Beautiful next morning! Went and had breakfast, we all put on our swim suits and John asks me where I put his backpack so that he could put his passport in the safety box. "I didn't put it anywhere. You don't have it?" . . . We made it through 12 wonderful hours of lake time without even realizing that I had left it on the boat. On the boat!!!!!
Needless to say it was not to be found, but the actual backpack was not so much the problem. It was what was inside; passport, copies of the passport (lock and key in the same place), credit and debit cards, driver's liscence, and car keys. I am awesome!!! Instead of the swimming and rock jumping we had planned we spent the whole day town hoping and grilling every boat driver hoping to come up with the location. Deciding we had done all we could do we spent the next day, our last full day at the lake not thinking about it, as best we could.
Then we had a day. Caught a shuttle at 9:00 am. Two transfers later and by 2:00 pm made it to the US embassy in Guatemala city. By 4:45 we walked out with a temporary passport and a letter from the embassy validating the story. Grabbed a sandwich and we're on a bus heading for Xela by 5:30. Arrived to the station and with a short cab ride we're finally to the comfort of my house! Finally we could have the rest of the time together without stress and responsibility!
We had so much fun! I got to show him where I live, he got to meet my friends, and eat at the same restaurants I go to often. We went to the hot springs, bakeries, inside beautiful churches, to markets, and salsa dancing. I mean we had a blast despite the fiasco.

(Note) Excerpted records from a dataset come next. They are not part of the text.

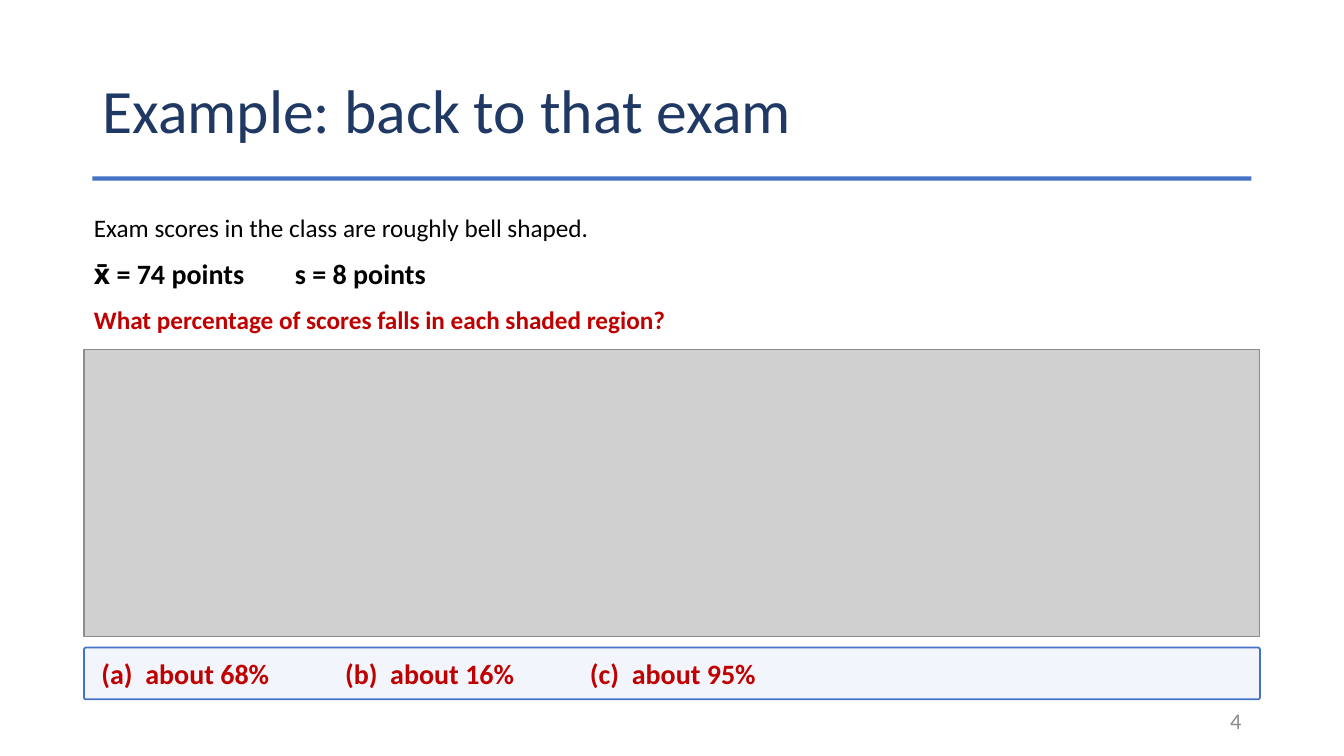
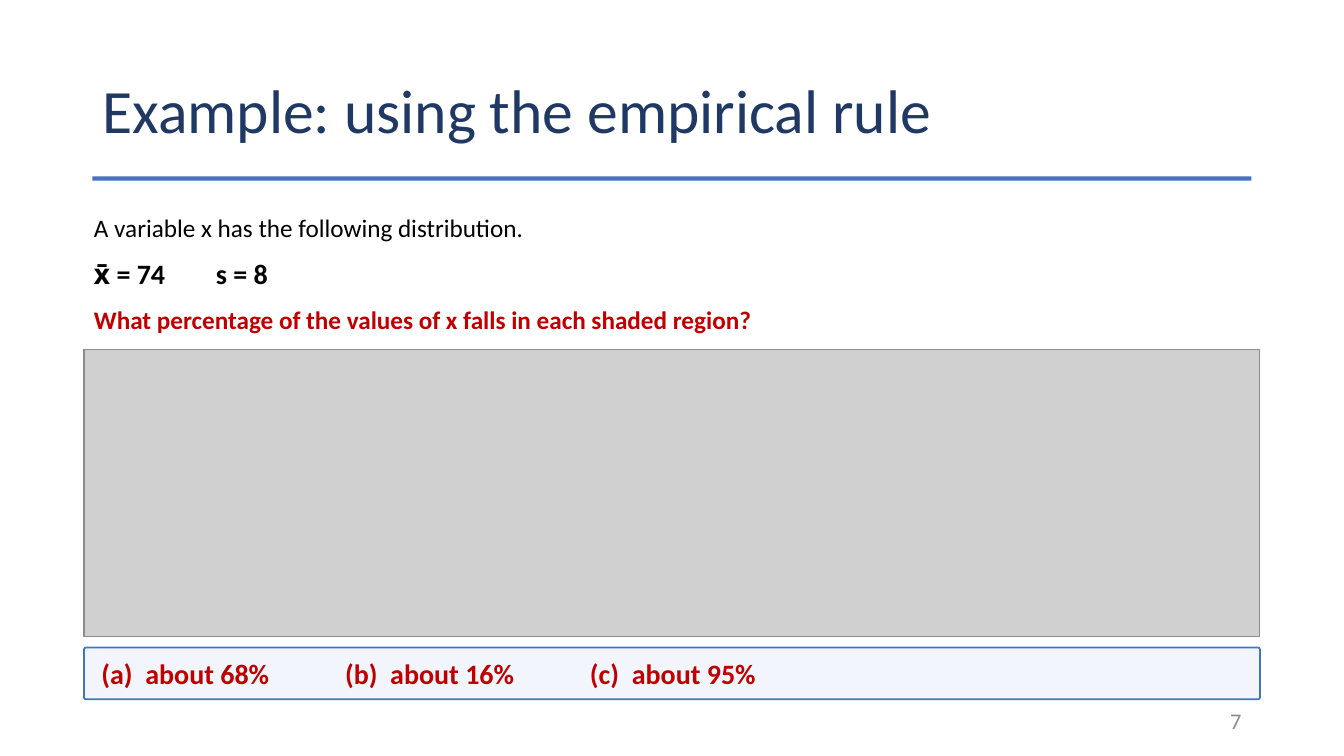
Before and after one commit to Jarred6068/Kvamme_UI_STAT251, a slide deck: slide 7 of docs/lecture_slides/Week 6/Week6_Lecture13_Slides_9_30_2026.pptx (slide 4 before the commit). Drawn at 1344x756 pixels with LibreOffice and Linux fonts; fonts in the diff are those of the drawing; grey boxes stand for pictures. Boxes give left, top, right and bottom in pixels: in the first picture for what was removed or moved away, otherwise in the second. Text is boxed around its words. In the diff, an @@ line names an element or a change of style, - is before the commit and + after.

```diff
--- a/docs/lecture_slides/Week 6/Week6_Lecture13_Slides_9_30_2026.pptx
+++ b/docs/lecture_slides/Week 6/Week6_Lecture13_Slides_9_30_2026.pptx
@@ title at [102, 90, 930, 144]: text changed @@
-Example: back to that exam
+Example: using the empirical rule
@@ text at [94, 219, 523, 242]: text changed @@
-Exam scores in the class are roughly bell shaped.
+A variable x has the following distribution.
@@ text at [94, 264, 268, 285]: text changed @@
-x̄ = 74 points s = 8 points
+x̄ = 74 s = 8
@@ text at [94, 311, 751, 334]: text changed @@
-What percentage of scores falls in each shaded region?
+What percentage of the values of x falls in each shaded region?
@@ page number at [1230, 714, 1241, 729]: text changed @@
-4
+7
```
Also in this commit, not shown: 9 other slides changed, 8 slides added, 42 other files.

Last day came said goodbyes with talk of him coming to see me again and I left him at the airport as I had a bus to catch and he needed to get through security. The next morning I heard the whole story, and I will keep this brief.
Due to the lack of entry stamp on the passport (we had a letter from the embassy saying the original passport had been stolen) the Guatemalan security gaurds gave him a hard time for about an hour before finally letting him go through. Made it to Houston. Going through customs, the stupid passport literally having all his information on a sticker stuck into the passport, had the hardest time scanning the passport. Finally going through, he made it to his connection flight 15 min before the plane was to take off, hence the doors being shut and missing his flight. Only other option was to Newark, NJ. Very different then Dulles. Arriving around 3:00 in the morning and without a wallet, his wonderful, amazing, awesome brother came to get him and drive him back to Richmond. When I called at 8:00 the next morning, mind you I had left him around 11:30 am the day before, he was about half an hour away from home.
The lesson in all this?? 1. Don't dress nicely because you can't lift your own things and you never take as strong of ownership of other people's things as you would your own. 2. Don't lose your passport. The consequences are intense!
Picture taken after the passport was lost, before he had the awful trip back home.